* _Exercise_
The result should be every line in the data below that carries the string "only".

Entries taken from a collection
****************************************

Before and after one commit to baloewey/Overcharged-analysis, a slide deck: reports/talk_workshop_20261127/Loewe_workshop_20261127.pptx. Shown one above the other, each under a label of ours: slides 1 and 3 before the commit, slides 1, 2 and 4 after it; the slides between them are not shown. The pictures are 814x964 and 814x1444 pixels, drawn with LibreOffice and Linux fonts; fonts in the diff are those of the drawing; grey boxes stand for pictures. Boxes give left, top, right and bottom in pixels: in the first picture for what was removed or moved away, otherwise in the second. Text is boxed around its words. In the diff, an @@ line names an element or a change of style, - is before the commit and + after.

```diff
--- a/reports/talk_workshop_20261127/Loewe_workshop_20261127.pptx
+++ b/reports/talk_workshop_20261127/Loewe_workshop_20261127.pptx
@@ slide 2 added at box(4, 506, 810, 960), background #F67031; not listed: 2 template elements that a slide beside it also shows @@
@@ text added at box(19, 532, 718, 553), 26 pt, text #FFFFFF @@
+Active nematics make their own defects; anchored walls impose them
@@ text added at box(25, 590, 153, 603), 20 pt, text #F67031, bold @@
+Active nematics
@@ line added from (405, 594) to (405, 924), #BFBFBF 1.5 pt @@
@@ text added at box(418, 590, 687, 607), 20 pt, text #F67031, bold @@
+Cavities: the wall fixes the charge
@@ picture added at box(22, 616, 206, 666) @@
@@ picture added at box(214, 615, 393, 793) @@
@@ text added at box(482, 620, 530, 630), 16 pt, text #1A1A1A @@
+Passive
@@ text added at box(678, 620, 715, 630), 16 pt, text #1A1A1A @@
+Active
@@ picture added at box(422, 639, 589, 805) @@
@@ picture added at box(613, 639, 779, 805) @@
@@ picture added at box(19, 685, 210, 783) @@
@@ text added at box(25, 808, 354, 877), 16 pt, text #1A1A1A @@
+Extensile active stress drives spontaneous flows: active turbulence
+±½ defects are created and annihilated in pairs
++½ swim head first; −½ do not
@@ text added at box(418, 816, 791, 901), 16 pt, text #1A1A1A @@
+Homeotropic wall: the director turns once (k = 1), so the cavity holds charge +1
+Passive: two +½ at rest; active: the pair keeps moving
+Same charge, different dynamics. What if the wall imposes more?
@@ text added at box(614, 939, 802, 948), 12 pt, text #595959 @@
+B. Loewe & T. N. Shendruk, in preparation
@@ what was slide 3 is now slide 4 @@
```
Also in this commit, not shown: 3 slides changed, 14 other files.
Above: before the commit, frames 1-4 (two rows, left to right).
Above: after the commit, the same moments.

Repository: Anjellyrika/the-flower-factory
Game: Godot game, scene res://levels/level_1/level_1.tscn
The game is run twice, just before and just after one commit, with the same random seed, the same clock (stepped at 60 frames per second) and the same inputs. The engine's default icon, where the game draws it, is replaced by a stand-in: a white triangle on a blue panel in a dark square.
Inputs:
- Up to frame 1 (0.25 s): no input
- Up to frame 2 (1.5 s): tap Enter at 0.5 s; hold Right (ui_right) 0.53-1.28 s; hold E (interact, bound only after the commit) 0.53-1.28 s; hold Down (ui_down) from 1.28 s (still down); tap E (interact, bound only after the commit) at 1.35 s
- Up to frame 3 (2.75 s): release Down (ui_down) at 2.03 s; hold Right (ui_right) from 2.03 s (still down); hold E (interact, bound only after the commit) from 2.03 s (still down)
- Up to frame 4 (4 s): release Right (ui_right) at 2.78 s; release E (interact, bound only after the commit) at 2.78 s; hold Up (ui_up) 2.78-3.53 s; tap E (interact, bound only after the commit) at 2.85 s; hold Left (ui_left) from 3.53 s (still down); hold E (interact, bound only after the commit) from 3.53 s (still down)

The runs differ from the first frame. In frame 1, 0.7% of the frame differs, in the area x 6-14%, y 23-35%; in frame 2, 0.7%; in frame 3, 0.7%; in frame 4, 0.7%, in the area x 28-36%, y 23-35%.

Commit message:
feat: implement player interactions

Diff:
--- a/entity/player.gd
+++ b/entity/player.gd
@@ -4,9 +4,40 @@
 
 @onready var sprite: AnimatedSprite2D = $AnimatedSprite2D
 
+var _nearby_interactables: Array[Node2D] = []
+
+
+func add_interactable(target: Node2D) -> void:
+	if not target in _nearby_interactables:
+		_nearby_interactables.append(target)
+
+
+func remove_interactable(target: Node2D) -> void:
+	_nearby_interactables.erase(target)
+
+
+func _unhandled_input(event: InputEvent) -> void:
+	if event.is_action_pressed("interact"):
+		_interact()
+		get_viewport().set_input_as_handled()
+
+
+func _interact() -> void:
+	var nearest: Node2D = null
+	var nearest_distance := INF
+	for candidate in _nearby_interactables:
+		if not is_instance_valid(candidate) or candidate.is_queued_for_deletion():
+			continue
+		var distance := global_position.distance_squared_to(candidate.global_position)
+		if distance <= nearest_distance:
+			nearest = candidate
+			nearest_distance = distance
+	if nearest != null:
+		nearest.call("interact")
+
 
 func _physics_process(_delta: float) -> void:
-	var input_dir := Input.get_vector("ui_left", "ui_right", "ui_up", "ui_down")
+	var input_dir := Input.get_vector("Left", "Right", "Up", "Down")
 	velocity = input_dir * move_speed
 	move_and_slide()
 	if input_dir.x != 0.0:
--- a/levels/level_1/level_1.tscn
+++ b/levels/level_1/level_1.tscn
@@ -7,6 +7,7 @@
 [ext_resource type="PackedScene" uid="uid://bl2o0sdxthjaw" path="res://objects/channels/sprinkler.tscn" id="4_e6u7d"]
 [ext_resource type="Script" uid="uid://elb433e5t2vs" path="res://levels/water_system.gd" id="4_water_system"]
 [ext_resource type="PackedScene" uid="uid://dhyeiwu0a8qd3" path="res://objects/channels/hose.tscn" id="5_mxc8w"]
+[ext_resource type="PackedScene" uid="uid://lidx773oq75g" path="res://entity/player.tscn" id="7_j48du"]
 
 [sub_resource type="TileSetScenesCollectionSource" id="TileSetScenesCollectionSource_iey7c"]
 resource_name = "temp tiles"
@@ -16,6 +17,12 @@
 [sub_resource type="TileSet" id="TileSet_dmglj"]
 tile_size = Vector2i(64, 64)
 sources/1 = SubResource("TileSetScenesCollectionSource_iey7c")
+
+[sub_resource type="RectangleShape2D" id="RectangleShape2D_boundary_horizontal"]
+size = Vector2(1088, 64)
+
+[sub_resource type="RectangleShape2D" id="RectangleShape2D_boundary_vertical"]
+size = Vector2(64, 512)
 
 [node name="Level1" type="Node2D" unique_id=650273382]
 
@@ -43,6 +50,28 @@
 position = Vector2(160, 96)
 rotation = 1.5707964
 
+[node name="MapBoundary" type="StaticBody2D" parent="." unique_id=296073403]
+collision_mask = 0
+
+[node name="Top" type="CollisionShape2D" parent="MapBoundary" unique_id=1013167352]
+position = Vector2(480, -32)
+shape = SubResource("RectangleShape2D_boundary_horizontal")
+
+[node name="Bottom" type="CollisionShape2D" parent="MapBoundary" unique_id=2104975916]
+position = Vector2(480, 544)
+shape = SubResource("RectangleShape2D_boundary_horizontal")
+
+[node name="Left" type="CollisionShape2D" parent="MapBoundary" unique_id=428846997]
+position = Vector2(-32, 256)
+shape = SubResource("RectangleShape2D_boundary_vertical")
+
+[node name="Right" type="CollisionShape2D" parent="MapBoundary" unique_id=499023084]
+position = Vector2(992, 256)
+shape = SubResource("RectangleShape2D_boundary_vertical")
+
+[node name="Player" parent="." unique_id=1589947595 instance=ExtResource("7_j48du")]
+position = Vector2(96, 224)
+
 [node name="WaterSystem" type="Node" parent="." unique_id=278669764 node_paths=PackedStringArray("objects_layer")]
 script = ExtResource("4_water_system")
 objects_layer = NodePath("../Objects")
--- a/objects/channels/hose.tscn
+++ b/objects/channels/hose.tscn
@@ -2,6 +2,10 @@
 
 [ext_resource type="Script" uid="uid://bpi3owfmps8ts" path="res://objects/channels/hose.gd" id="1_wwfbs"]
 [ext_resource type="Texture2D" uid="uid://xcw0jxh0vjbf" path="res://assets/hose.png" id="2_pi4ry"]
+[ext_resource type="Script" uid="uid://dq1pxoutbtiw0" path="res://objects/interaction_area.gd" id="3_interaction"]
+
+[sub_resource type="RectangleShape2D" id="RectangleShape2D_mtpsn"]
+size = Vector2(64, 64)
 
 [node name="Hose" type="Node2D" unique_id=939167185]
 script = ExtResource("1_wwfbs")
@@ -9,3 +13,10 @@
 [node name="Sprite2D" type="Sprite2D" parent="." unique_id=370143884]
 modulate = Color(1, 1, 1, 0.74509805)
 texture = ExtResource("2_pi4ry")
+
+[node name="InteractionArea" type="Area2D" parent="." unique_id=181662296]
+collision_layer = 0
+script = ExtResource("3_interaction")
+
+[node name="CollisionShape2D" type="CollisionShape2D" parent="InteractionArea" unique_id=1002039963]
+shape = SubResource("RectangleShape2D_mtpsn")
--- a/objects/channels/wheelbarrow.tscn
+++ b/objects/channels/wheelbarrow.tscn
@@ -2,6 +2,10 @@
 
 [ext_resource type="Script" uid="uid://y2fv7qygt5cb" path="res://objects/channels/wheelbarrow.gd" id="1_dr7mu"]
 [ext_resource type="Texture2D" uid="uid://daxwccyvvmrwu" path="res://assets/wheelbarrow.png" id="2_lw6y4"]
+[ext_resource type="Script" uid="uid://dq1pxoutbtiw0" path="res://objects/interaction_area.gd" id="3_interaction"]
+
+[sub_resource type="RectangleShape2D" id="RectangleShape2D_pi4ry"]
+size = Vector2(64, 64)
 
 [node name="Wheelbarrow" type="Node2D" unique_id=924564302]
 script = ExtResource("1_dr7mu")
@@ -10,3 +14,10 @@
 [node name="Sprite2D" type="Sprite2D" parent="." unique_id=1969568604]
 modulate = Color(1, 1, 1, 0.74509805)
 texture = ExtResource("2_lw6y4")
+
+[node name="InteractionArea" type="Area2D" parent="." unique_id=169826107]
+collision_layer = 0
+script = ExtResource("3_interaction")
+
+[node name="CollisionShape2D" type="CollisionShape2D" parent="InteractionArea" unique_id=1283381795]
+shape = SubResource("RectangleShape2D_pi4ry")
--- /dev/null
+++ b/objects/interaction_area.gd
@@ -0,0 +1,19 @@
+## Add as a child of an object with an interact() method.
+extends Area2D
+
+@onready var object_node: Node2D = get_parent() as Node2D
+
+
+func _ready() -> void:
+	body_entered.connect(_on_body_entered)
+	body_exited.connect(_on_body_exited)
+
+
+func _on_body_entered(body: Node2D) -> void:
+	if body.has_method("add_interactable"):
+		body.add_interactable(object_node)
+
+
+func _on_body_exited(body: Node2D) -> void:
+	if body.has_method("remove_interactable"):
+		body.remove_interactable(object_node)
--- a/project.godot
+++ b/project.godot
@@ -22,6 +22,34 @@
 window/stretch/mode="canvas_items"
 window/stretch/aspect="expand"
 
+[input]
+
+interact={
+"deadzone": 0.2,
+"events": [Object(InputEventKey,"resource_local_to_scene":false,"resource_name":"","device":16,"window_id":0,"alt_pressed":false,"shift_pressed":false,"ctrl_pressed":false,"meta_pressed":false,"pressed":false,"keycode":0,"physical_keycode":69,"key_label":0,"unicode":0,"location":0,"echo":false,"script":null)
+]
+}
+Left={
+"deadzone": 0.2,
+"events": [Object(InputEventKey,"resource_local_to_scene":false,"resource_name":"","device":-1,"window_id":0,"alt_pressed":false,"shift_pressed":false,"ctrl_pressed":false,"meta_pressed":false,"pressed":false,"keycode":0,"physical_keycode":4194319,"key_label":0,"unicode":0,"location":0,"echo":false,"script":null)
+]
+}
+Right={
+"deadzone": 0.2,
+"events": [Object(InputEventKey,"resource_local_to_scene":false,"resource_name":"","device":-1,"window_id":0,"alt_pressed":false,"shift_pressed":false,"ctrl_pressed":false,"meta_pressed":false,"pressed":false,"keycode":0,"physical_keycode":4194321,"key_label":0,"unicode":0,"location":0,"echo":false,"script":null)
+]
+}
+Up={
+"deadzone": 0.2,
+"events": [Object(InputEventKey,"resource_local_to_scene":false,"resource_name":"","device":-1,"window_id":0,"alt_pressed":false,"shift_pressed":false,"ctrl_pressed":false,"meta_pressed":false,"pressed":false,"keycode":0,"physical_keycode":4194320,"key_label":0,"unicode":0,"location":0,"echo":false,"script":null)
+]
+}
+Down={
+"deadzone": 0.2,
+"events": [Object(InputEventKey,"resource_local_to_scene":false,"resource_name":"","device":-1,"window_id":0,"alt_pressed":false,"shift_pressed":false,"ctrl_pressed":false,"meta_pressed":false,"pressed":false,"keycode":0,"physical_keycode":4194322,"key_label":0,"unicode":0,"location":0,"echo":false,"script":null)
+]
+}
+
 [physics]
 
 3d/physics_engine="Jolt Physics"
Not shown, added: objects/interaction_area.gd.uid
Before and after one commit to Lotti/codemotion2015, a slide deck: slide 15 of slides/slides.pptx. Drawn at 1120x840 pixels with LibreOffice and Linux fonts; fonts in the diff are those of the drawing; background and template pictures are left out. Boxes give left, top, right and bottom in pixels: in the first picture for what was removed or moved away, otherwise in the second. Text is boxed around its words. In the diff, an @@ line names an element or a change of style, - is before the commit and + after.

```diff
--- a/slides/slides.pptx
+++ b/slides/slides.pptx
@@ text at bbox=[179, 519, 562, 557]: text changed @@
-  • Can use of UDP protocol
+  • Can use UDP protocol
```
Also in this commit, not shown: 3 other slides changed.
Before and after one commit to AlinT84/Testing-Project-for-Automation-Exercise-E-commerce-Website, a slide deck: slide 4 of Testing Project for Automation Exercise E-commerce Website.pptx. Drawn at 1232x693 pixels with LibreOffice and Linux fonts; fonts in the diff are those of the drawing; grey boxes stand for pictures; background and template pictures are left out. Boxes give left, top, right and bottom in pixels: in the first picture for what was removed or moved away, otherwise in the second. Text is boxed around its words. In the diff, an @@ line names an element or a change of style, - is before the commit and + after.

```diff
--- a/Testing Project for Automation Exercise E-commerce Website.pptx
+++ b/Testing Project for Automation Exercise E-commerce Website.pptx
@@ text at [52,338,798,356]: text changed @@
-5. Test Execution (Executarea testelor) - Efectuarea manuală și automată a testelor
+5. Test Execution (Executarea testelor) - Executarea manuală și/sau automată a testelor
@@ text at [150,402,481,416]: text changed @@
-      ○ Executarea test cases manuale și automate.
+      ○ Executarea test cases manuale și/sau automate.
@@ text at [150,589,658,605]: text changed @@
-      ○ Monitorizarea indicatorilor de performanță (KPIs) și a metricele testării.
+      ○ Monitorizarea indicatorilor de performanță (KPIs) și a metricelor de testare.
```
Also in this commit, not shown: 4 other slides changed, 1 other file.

****************************************

* _Answer to the problem_
- Up to frame 2 (1.5 s): tap Enter at 0.5 s; hold Right (ui_right) 0.53-1.28 s; hold E (interact, bound only after the commit) 0.53-1.28 s; hold Down (ui_down) from 1.28 s (still down); tap E (interact, bound only after the commit) at 1.35 s
- Up to frame 3 (2.75 s): release Down (ui_down) at 2.03 s; hold Right (ui_right) from 2.03 s (still down); hold E (interact, bound only after the commit) from 2.03 s (still down)
- Up to frame 4 (4 s): release Right (ui_right) at 2.78 s; release E (interact, bound only after the commit) at 2.78 s; hold Up (ui_up) 2.78-3.53 s; tap E (interact, bound only after the commit) at 2.85 s; hold Left (ui_left) from 3.53 s (still down); hold E (interact, bound only after the commit) from 3.53 s (still down)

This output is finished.